Directions for this task: In the listing below, a line holding "upright_edge_radius = 0.125" and a line holding "leg_bottom_z = button_top - 8.38" mark the range. Retype both exactly, with all lines between them.

Data for the task:
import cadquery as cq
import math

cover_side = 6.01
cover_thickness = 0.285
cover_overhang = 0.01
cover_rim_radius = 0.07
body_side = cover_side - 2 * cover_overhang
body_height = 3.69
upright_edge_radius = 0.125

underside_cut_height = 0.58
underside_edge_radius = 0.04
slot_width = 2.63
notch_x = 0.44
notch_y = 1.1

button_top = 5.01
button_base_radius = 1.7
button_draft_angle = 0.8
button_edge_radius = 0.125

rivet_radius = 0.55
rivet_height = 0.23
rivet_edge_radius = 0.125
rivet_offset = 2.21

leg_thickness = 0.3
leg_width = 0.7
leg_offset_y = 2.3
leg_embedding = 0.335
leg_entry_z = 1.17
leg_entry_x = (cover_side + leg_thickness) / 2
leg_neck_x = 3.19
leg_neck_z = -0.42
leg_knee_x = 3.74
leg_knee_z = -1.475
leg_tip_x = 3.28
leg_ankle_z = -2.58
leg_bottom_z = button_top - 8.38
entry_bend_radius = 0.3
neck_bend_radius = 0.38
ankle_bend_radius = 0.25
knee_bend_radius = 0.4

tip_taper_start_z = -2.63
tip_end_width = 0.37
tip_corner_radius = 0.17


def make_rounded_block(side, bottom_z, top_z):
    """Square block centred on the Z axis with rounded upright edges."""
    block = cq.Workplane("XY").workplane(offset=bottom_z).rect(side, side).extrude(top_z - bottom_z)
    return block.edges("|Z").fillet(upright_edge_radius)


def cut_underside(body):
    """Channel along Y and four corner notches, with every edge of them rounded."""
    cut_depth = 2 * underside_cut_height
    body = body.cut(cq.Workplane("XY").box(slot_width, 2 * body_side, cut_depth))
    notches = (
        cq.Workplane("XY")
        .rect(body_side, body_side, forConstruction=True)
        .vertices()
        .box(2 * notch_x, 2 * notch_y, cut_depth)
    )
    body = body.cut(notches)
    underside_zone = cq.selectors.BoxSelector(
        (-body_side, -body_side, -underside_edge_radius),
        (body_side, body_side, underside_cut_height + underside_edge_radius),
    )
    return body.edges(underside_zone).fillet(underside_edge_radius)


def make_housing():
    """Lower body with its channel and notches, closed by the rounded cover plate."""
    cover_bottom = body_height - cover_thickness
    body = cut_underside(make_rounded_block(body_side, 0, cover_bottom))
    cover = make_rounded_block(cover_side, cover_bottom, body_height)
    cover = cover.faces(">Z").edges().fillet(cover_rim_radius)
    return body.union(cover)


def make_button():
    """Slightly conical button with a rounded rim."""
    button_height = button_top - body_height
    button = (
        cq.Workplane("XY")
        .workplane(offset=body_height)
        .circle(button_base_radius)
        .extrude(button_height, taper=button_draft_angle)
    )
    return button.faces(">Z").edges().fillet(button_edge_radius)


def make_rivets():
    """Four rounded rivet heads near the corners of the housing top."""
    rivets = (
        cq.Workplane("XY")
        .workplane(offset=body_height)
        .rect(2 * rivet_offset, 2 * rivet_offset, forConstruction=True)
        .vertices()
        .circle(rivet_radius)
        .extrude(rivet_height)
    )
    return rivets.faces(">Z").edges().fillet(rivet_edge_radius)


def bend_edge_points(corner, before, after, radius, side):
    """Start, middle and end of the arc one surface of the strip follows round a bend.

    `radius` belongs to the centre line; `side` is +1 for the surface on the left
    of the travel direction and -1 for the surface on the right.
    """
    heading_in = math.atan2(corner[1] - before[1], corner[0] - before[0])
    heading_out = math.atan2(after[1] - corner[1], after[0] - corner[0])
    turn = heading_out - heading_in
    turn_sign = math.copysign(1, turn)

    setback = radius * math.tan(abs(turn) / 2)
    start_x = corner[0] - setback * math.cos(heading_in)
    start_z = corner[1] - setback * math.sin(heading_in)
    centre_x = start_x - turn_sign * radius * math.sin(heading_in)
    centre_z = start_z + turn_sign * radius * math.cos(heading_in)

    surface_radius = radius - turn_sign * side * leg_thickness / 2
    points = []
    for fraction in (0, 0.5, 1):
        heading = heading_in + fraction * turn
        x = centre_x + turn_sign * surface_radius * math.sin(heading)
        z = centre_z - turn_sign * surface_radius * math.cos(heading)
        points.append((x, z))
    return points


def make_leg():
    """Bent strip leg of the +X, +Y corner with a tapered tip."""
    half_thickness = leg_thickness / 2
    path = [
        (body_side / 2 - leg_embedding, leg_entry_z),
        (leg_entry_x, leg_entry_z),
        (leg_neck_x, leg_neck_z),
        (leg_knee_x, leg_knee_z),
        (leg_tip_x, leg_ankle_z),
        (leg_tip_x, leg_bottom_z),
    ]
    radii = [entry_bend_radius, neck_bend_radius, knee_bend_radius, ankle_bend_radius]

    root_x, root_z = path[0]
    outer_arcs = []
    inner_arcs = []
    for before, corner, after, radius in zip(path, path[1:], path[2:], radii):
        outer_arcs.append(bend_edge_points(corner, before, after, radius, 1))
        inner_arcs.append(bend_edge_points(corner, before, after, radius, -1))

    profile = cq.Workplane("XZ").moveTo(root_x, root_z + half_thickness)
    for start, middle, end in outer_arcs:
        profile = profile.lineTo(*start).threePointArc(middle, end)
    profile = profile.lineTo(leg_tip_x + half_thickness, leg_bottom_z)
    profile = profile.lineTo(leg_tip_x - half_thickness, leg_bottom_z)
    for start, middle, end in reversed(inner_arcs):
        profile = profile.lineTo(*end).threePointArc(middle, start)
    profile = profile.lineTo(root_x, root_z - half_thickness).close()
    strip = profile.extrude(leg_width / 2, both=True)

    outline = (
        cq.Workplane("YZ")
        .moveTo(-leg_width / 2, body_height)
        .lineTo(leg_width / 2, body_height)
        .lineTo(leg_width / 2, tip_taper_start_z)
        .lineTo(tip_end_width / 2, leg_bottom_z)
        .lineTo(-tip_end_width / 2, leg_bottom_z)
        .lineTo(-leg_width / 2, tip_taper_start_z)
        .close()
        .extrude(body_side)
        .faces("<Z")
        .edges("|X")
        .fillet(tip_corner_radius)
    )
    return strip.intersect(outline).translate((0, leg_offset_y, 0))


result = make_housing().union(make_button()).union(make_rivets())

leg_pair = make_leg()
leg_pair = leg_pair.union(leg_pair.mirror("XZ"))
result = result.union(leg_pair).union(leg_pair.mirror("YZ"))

Result of this exercise:
upright_edge_radius = 0.125

underside_cut_height = 0.58
underside_edge_radius = 0.04
slot_width = 2.63
notch_x = 0.44
notch_y = 1.1

button_top = 5.01
button_base_radius = 1.7
button_draft_angle = 0.8
button_edge_radius = 0.125

rivet_radius = 0.55
rivet_height = 0.23
rivet_edge_radius = 0.125
rivet_offset = 2.21

leg_thickness = 0.3
leg_width = 0.7
leg_offset_y = 2.3
leg_embedding = 0.335
leg_entry_z = 1.17
leg_entry_x = (cover_side + leg_thickness) / 2
leg_neck_x = 3.19
leg_neck_z = -0.42
leg_knee_x = 3.74
leg_knee_z = -1.475
leg_tip_x = 3.28
leg_ankle_z = -2.58
leg_bottom_z = button_top - 8.38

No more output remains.